For goaltenders, the story is different. Across 102 qualifying goaltenders in 2025-26, the model drew a clear line between the best and worst in the country, revealing a gap of more than a full goal per 60 minutes between the top and bottom quartiles. Among full-season starters, the elite tier clustered tightly at the top, while struggling starters separated themselves just as cleanly at the bottom.
Denver’s Johnny Hicks was the standout, saving roughly half a goal more per game than expected, the best mark in the qualifying pool. The correlation between the model’s expectation and what goalies actually allowed confirms the signal is real, even if factors like team defense and sample size account for the remaining gap.
Putting It All Together: Composite Team Ratings
Individual player projections are useful, but team ratings reveal how programs stack up entering the year.
The composite team rating is the sum of three components: Forward Rating, Defense Rating, and Goalie Rating. The forward and defense ratings aggregate projected PPG from each position group, using Bayesian distributions to produce a mean team rating and a full uncertainty range (the lower bound at the 5th percentile and the upper bound at the 95th).
The goalie component uses the top-rated qualifying goalie per program. Goalie uncertainty—expressed as a confidence interval from the Bayesian posterior—is incorporated into the team’s total range: a goalie with a tight distribution compresses the team’s uncertainty, while a wide distribution expands it. A team with an elite goalie and a narrow confidence interval gets credit for both the rating and the reliability.
The end result is a figure that looks like this (note the roster is subject to change and only used for the purpose of this illustration):
If you are trying to interpret this graphic, please note that it does not suggest Michigan is the 22nd-ranked team. In fact, when compiling preliminary rosters—including outgoing seniors, incoming transfers (which do not apply to Michigan for this particular scenario), and incoming freshmen—the Wolverines are frequently rated as a Top-3 team in the country.
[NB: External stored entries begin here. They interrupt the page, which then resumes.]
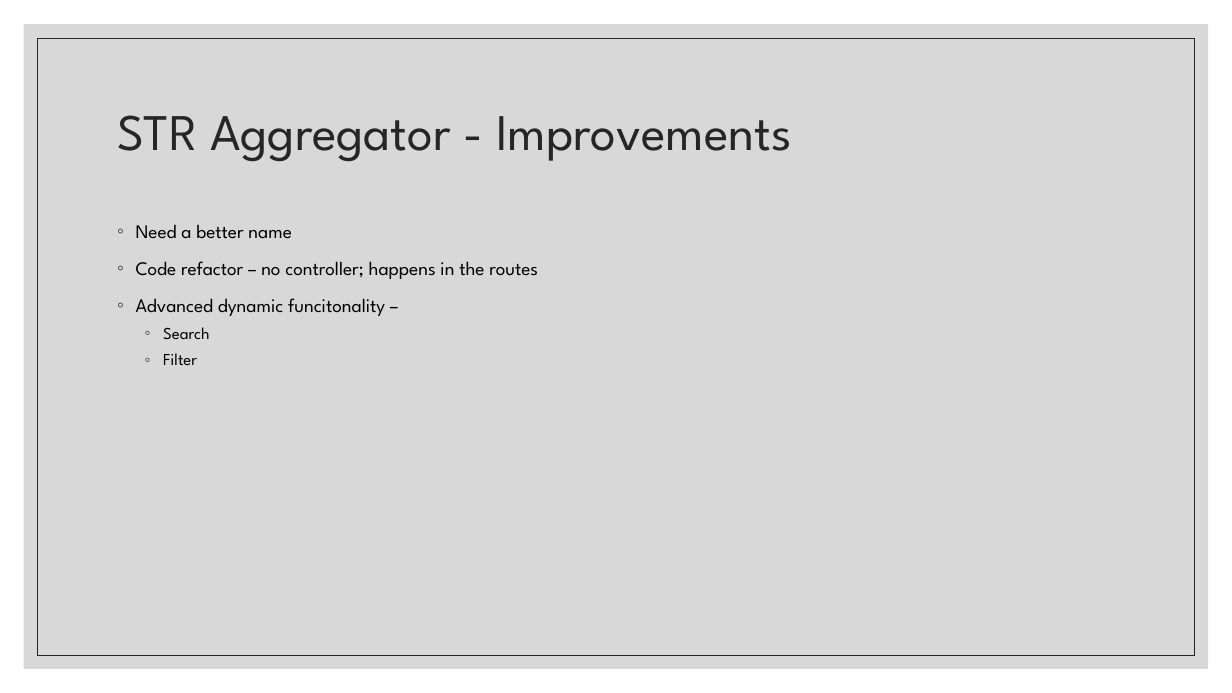
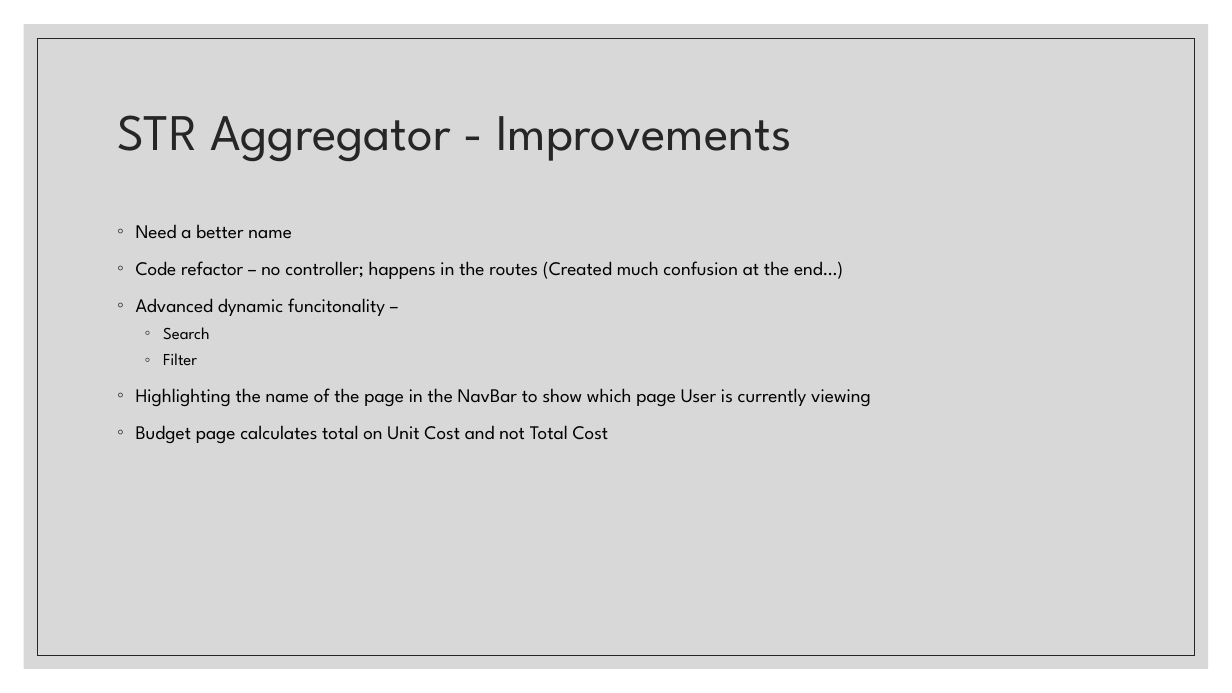
Before and after one commit to etorres-revature/Pointy_Goblins, a slide deck: slide 7 of screenshots/STR Aggro presentation 01152021.pptx. Drawn at 1232x693 pixels with LibreOffice and Linux fonts; fonts in the diff are those of the drawing. Boxes give left, top, right and bottom in pixels: in the first picture for what was removed or moved away, otherwise in the second. Text is boxed around its words. In the diff, an @@ line names an element or a change of style, - is before the commit and + after.

Commit message:
final readme edits for P3 STR Aggregator

```diff
--- a/screenshots/STR Aggro presentation 01152021.pptx
+++ b/screenshots/STR Aggro presentation 01152021.pptx
@@ text at bbox=[136, 261, 843, 279]: text changed @@
-◦ Code refactor – no controller; happens in the routes
+◦ Code refactor – no controller; happens in the routes (Created much confusion at the end…)
@@ text at bbox=[136, 388, 871, 443]: paragraphs added @@
+◦ Highlighting the name of the page in the NavBar to show which page User is currently viewing
+◦ Budget page calculates total on Unit Cost and not Total Cost
```
Also in this commit, not shown: 3 other files.

Instead, the graphic indicates that higher ratings for Forwards, Defensemen, and Goalies—and therefore the Composite Team Rating—correlate to better performance.
Regarding player projections, I have listed the Top 15 scorers, their projected age at the start of the 2026–27 season, their mean predicted Points Per Game (PPG), and their PPG range based on the confidence interval (CI).
For example, Michael Hage, who is entering his junior season at Michigan, has a PPG range of 1.28–1.33, resulting in a mean projected PPG of 1.31. This suggests the model is highly confident in this estimate. Conversely, for an incoming freshman like J.P. Hurlbert, who has a PPG range of 0.99–1.33, there is greater variance and less confidence in the point projection.
What Comes Next
This model is not a crystal ball. It does not account for undisclosed injuries, line shuffles, or the random bounces that shape an individual season. What it does is give every skater and every goalie in college hockey a defensible starting point.
With 2026-27 rosters taking shape, projections will begin to roll out this summer, both here and on Twitter/X. Team and conference breakdowns will follow, covering the full picture from incoming freshmen to proven returners, portal transfers, and the goalies behind them.
More to come. Thanks for reading.
— Ryan





Is that correlation of PPG on in sample or out of sample data? The number you cited of 1400 leads me to think it’s in sample performance but I could be wrong. Also you’re using a Bayesian regression to quantify uncertainty but I don’t see any calibration metrics for your posterior predictive samples. Also is the conference the only random effect on your hierarchical model?